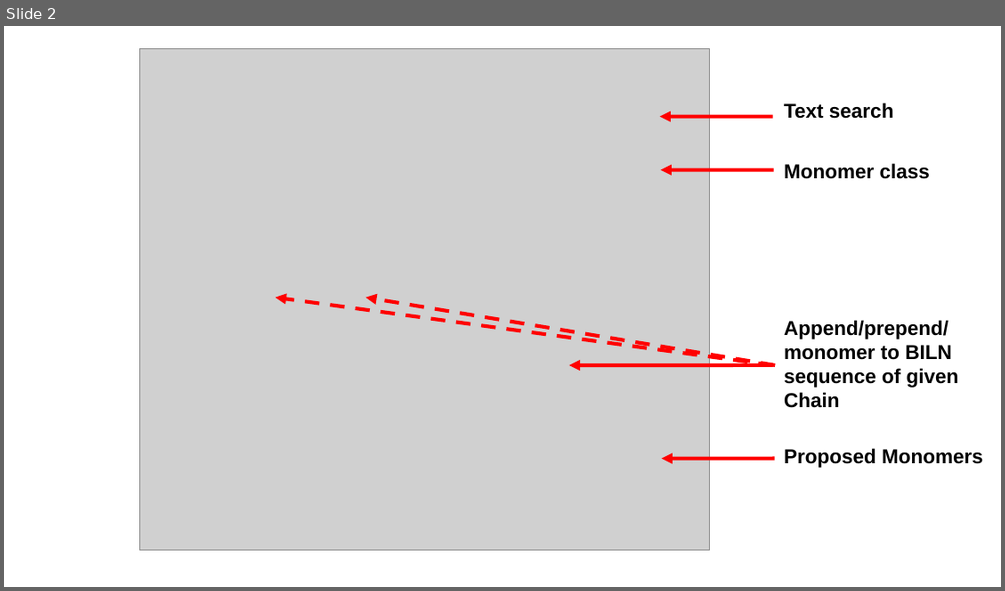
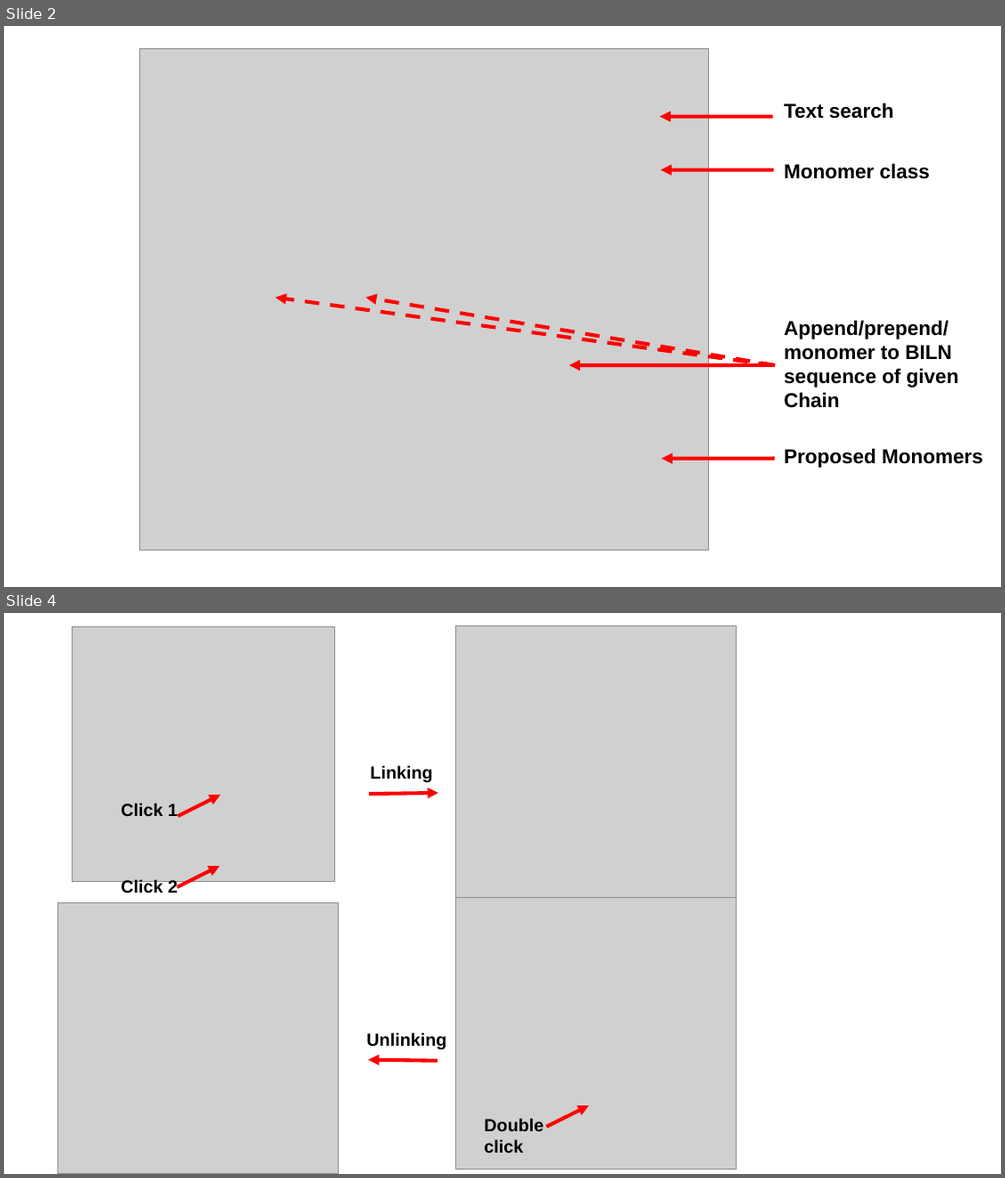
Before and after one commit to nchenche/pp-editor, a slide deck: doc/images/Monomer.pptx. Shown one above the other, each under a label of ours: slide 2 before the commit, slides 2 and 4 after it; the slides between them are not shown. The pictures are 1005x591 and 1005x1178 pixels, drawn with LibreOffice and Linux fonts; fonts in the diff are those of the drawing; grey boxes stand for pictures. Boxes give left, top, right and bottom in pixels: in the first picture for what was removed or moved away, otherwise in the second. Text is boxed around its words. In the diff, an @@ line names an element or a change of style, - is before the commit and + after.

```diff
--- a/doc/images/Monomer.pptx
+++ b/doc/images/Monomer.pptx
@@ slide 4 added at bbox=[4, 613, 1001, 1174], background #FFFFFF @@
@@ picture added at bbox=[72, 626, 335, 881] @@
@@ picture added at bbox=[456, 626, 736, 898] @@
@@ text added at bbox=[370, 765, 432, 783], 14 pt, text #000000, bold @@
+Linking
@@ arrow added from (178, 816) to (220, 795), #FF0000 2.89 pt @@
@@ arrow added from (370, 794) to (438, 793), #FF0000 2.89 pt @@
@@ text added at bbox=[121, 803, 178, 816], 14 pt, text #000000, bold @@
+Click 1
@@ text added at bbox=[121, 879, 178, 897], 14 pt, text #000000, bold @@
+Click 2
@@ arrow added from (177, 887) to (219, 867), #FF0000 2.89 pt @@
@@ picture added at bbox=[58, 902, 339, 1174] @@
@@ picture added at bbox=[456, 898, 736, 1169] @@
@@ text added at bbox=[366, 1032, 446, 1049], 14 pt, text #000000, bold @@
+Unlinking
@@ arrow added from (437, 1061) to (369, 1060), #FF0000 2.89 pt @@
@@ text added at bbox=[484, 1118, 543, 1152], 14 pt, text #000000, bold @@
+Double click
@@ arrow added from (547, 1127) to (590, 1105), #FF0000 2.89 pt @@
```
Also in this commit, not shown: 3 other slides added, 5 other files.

### About this task:
Output every entry word for word, but omit the pictures.

### Response for this exercise:
Before and after one commit to nchenche/pp-editor, a slide deck: doc/images/Monomer.pptx. Shown one above the other, each under a label of ours: slide 2 before the commit, slides 2 and 4 after it; the slides between them are not shown. The pictures are 1005x591 and 1005x1178 pixels, drawn with LibreOffice and Linux fonts; fonts in the diff are those of the drawing; grey boxes stand for pictures. Boxes give left, top, right and bottom in pixels: in the first picture for what was removed or moved away, otherwise in the second. Text is boxed around its words. In the diff, an @@ line names an element or a change of style, - is before the commit and + after.

```diff
--- a/doc/images/Monomer.pptx
+++ b/doc/images/Monomer.pptx
@@ slide 4 added at bbox=[4, 613, 1001, 1174], background #FFFFFF @@
@@ picture added at bbox=[72, 626, 335, 881] @@
@@ picture added at bbox=[456, 626, 736, 898] @@
@@ text added at bbox=[370, 765, 432, 783], 14 pt, text #000000, bold @@
+Linking
@@ arrow added from (178, 816) to (220, 795), #FF0000 2.89 pt @@
@@ arrow added from (370, 794) to (438, 793), #FF0000 2.89 pt @@
@@ text added at bbox=[121, 803, 178, 816], 14 pt, text #000000, bold @@
+Click 1
@@ text added at bbox=[121, 879, 178, 897], 14 pt, text #000000, bold @@
+Click 2
@@ arrow added from (177, 887) to (219, 867), #FF0000 2.89 pt @@
@@ picture added at bbox=[58, 902, 339, 1174] @@
@@ picture added at bbox=[456, 898, 736, 1169] @@
@@ text added at bbox=[366, 1032, 446, 1049], 14 pt, text #000000, bold @@
+Unlinking
@@ arrow added from (437, 1061) to (369, 1060), #FF0000 2.89 pt @@
@@ text added at bbox=[484, 1118, 543, 1152], 14 pt, text #000000, bold @@
+Double click
@@ arrow added from (547, 1127) to (590, 1105), #FF0000 2.89 pt @@
```
Also in this commit, not shown: 3 other slides added, 5 other files.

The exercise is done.